Word study: El Olam (אֵל עוֹלָם), “the Everlasting God”

The first appearance of this divine name in Scripture. Olam in biblical Hebrew can mean “long ago,” “forever,” “always,” “everlasting,” “eternal.” The combination El Olam names God as the deity whose existence is not bound by time, whose presence stretches before and after the sojourner’s brief life. Abraham, who is now nearly a hundred and twenty (Sarah will die in chapter 23 at 127, having borne Isaac at 90), names the God who outlasts him. The tamarisk tree he plants is itself a long-lived tree (tamarisks can live for centuries); the patriarch is, in this small gesture, marking the land with something that will be there long after he is gone, and he is calling the God who placed him there by a name that signals the same kind of permanence.

  1. The closing line (verse 34) is small but important: “Abraham resided as an alien many days in the land of the Philistines.” The patriarch has a treaty, a well, a tree, a divine name, and a son. He still does not have the land. He is still a sojourner. The chapter’s final word is the reminder that the covenant promise of land has not yet been kept; the patriarch is making peace with sojourner-ness while waiting on what has not yet come.

Reflection prompts

  1. The chapter opens with Sarah finally claiming her own laughter out loud.
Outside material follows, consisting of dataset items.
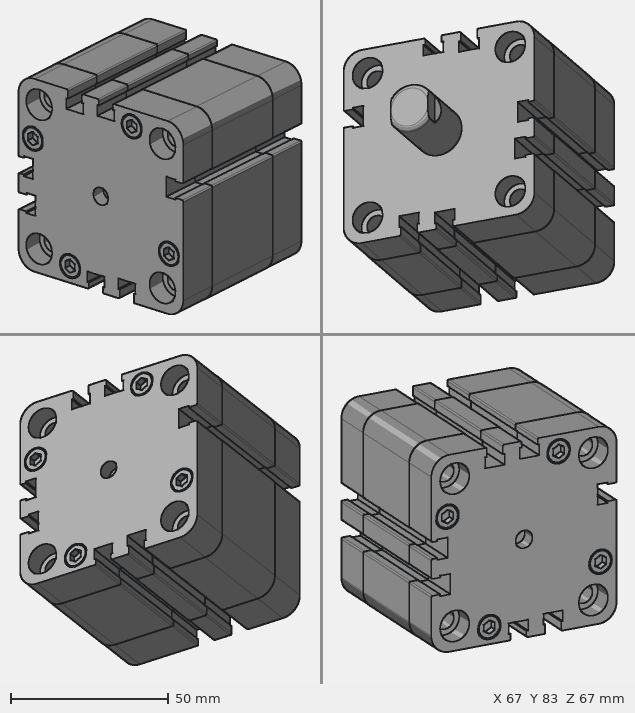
import cadquery as cq
import math

barrel_side = 67.0
overall_length = 83.0
cap_length = 14.8
barrel_length = 31.0
body_length = barrel_length + 2 * cap_length
rod_length = overall_length - body_length
corner_radius = 6.5
cap_inset = 0.075

slot_neck_width = 5.6
slot_width = 6.8
slot_head_depth = 3.7
slot_mouth_round = 0.5
shallow_slot_offset = 2.0
shallow_lip = 2.2
deep_slot_offset = -10.5
deep_lip = 3.2
slot_types = (
    (shallow_slot_offset, shallow_lip, (0, 1, 2)),
    (deep_slot_offset, deep_lip, (0, 1, 2, 3)),
)

mounting_pitch = 50.0
mounting_diameter = 6.65
counterbore_diameter = 10.5
counterbore_depth = 6.8

screw_along = 12.5
screw_outward = 27.6
screw_positions = [
    (screw_along, screw_outward),
    (-screw_outward, screw_along),
    (-screw_along, -screw_outward),
    (screw_outward, -screw_along),
]
screw_pocket_diameter = 8.25
screw_head_diameter = 7.5
screw_gap_depth = 0.5
hex_across_flats = 4.0
hex_depth = 2.5

centre_hole_diameter = 6.0
centre_hole_depth = 5.0

rod_diameter = 16.0
rod_end_round = 1.5
flats_width = 13.0
flats_length = 5.3


def extrude_along_y(sketch, length):
    """Extrude a front-plane sketch towards +Y."""
    return sketch.extrude(-length)


def front_plane(y):
    return cq.Workplane("XZ", origin=(0, y, 0))


def turned(shape, quarter_turns):
    """Turn a shape about the rod axis, from +Z towards -X."""
    return shape.rotate((0, 0, 0), (0, 1, 0), -90 * quarter_turns)


def slot_cutter(offset, lip, inset, y, length):
    """T-slot open on the +Z side, with rounded mouth edges."""
    surface = barrel_side / 2 - inset
    neck = slot_neck_width / 2 + inset
    head = slot_width / 2 + inset
    neck_bottom = barrel_side / 2 - lip - inset
    floor = barrel_side / 2 - lip - slot_head_depth - inset
    mouth = neck + slot_mouth_round
    round_start = surface - slot_mouth_round
    half_turn = slot_mouth_round * math.sqrt(0.5)
    arc_x = mouth - half_turn
    arc_z = round_start + half_turn
    outline = (
        front_plane(y)
        .moveTo(offset - head, floor)
        .lineTo(offset + head, floor)
        .lineTo(offset + head, neck_bottom)
        .lineTo(offset + neck, neck_bottom)
        .lineTo(offset + neck, round_start)
        .threePointArc((offset + arc_x, arc_z), (offset + mouth, surface))
        .lineTo(offset - mouth, surface)
        .threePointArc((offset - arc_x, arc_z), (offset - neck, round_start))
        .lineTo(offset - neck, neck_bottom)
        .lineTo(offset - head, neck_bottom)
        .close()
    )
    return extrude_along_y(outline, length)


def body_section(inset, y, length):
    """Rounded square length of the body, with its T-slots."""
    side = barrel_side - 2 * inset
    section = extrude_along_y(front_plane(y).rect(side, side), length)
    section = section.edges("|Y").fillet(corner_radius - inset)
    for offset, lip, quarter_turns in slot_types:
        cutter = slot_cutter(offset, lip, inset, y, length)
        for turns in quarter_turns:
            section = section.cut(turned(cutter, turns))
    return section


def mounting_hole_cutter():
    def corners(y):
        return front_plane(y).rect(mounting_pitch, mounting_pitch, forConstruction=True).vertices()

    cutter = extrude_along_y(corners(0).circle(mounting_diameter / 2), body_length)
    for y in (0, body_length - counterbore_depth):
        cutter = cutter.union(extrude_along_y(corners(y).circle(counterbore_diameter / 2), counterbore_depth))
    return cutter


def screw_cutter():
    """Ring-shaped gaps around the screw heads, and their hexagon sockets."""
    rings = front_plane(0).pushPoints(screw_positions)
    rings = rings.circle(screw_pocket_diameter / 2).circle(screw_head_diameter / 2)
    gaps = extrude_along_y(rings, screw_gap_depth)
    hexagons = front_plane(0).transformed(rotate=(0, 0, 90)).pushPoints(screw_positions)
    hexagons = hexagons.polygon(6, hex_across_flats / math.cos(math.pi / 6))
    return gaps.union(extrude_along_y(hexagons, hex_depth))


def piston_rod():
    """Rod with a rounded end and two wrench flats that run out at 45 degrees."""
    rod = extrude_along_y(front_plane(body_length).circle(rod_diameter / 2), rod_length)
    rod = rod.faces(">Y").edges().fillet(rod_end_round)
    tip = body_length + rod_length
    flat = flats_width / 2
    flat_start = tip - flats_length
    run_out = rod_diameter - flat
    for side in (-1, 1):
        cutter = (
            cq.Workplane("XY")
            .moveTo(side * flat, tip)
            .lineTo(side * flat, flat_start)
            .lineTo(side * rod_diameter, flat_start - run_out)
            .lineTo(side * rod_diameter, tip)
            .close()
            .extrude(rod_diameter, both=True)
        )
        rod = rod.cut(cutter)
    return rod


front_cap = body_section(cap_inset, 0, cap_length)
barrel = body_section(0, cap_length, barrel_length)
rear_cap = body_section(cap_inset, cap_length + barrel_length, cap_length)

body = front_cap.union(barrel).union(rear_cap)
body = body.cut(mounting_hole_cutter())
body = body.cut(screw_cutter())
body = body.cut(extrude_along_y(front_plane(0).circle(centre_hole_diameter / 2), centre_hole_depth))

result = body.union(piston_rod())

The matriarch who once laughed quietly inside her tent now declares the laughter publicly: “everyone who hears will laugh with me.” Where in your life is there a long-deferred joy you have not yet permitted yourself to name? What would it mean to call it out loud?
  2. Hagar in the wilderness sees the well only after God opens her eyes. The water was already there. Where in your life have you been weeping over scarcity that turned out, on closer look, to be a provision you could not yet see?
  3. Abraham ends the chapter by planting a tamarisk tree (something that will outlive him) and calling on the name of El Olam, the Everlasting God. What in your life is a tamarisk you have planted (a relationship, a discipline, a piece of work) that you may not see come to its full size? What does it mean to plant slow trees while calling on a God whose time is not your time?